Treatedlikeamaid · 17/10/2020 10:01

Am with you JK, very very sound advice x
Well done dumpling and co. Am extremely fed up with idiots abusing mns trust.
OP if you are reading this, as I’m sure you are, It would be very much appreciated if you could explain what your purpose is. I’m sure people will help If you are straight. there is no need to Abuse and disrespect all the incredibly Genuine, supportive and helpful people on here. What are you looking for really?

Cam2020 · 17/10/2020 10:06

Perhaps she doesn't feel physically or emotionally able at the moment. No idea what her health problems are, but maybe she's struggling to come to terms with this second diagnosis, or maybe just getting through every day is a struggle right now?

londonscalling · 17/10/2020 11:13

She obviously suspected that she wouldn't get the job due to her illness, so didn't see the point of filling in the forms in the first place. Also, she may not have wanted the rejection!

OhCaptain · 17/10/2020 13:38

Guys OP won’t be back.

She keeps posting threads about various (fictitious) friends and relatives with chronic illnesses.

Twistered · 17/10/2020 20:30

OP why have posted so many threads each with a different version of this?
What is it you are after?
If you are playing us all for fools .... Why would you do that over the last few weeks?
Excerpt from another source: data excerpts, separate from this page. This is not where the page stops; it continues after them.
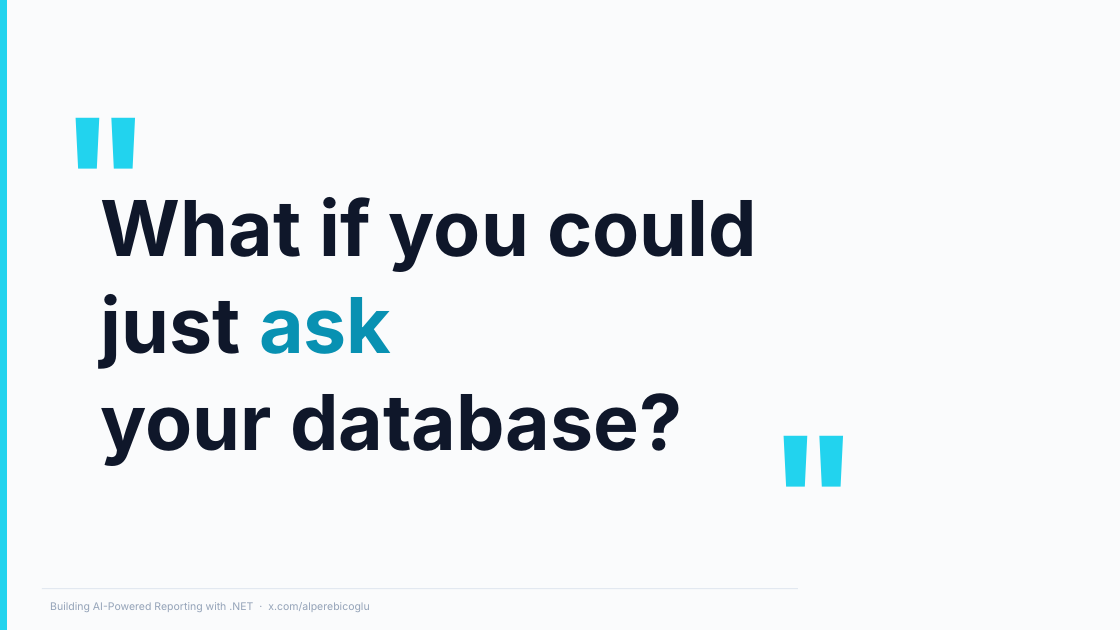
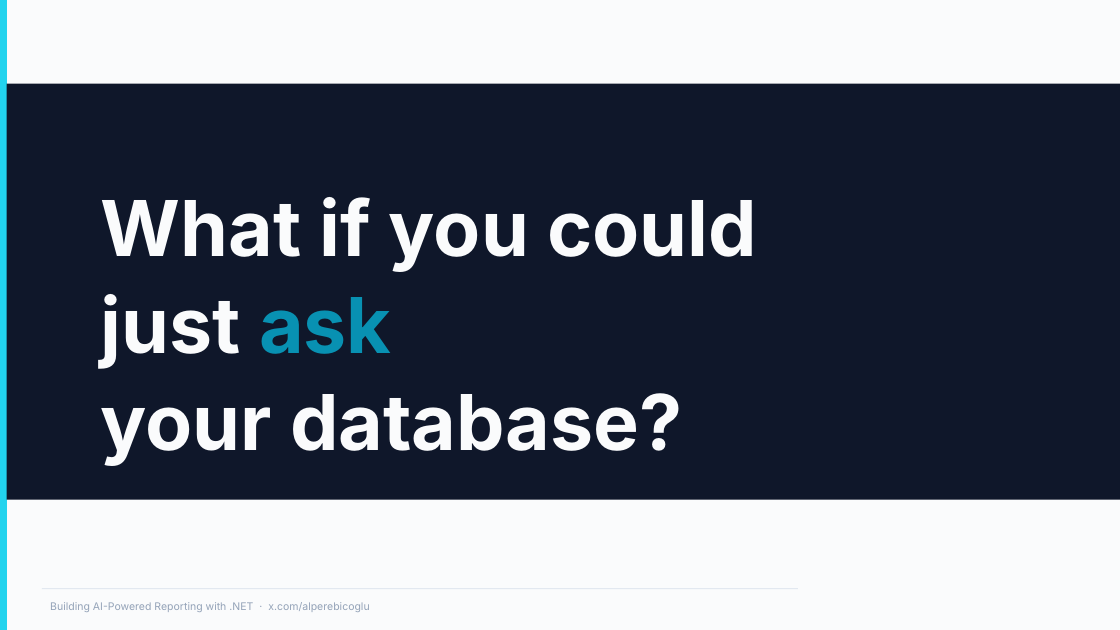
Before and after one commit to ebicoglu/chat-with-your-data-conference, a slide deck: slide 4 of Presentation.pptx. Drawn at 1120x630 pixels with LibreOffice and Linux fonts; fonts in the diff are those of the drawing; background and template pictures are left out. Boxes give left, top, right and bottom in pixels: in the first picture for what was removed or moved away, otherwise in the second. Text is boxed around its words. In the diff, an @@ line names an element or a change of style, - is before the commit and + after.

```diff
--- a/Presentation.pptx
+++ b/Presentation.pptx
@@ rectangle added at (7,84,1120,500), fill #0F172A @@
@@ text removed at (52,68,134,187) @@
-"
@@ text "What if you could just ..." at (101,197,757,466): text colour #0F172A to #FAFBFC @@
@@ text removed at (760,386,873,499) @@
-"
```
Also in this commit, not shown: 18 other slides changed, 2 other files.

Livelovebehappy · 17/10/2020 20:55

It’s a nice thought that a company with a lots of applicants might pick out the one who might cause them the most problems, so that they can accommodate their health issues, but the reality is that most companies will look and see who is going to cause the least problems, do their job, and not have lots of time of sick. Atm, companies are struggling just to keep afloat - why would they invite more difficulties for themselves??

Pasithea · 17/10/2020 21:00

You really haven’t got a clue about chronic illness and or disability.

Wind your neck in.

Treatedlikeamaid · 18/10/2020 04:38

Yes, very odd to suddenly add in that ‘oh a colleague died as well’.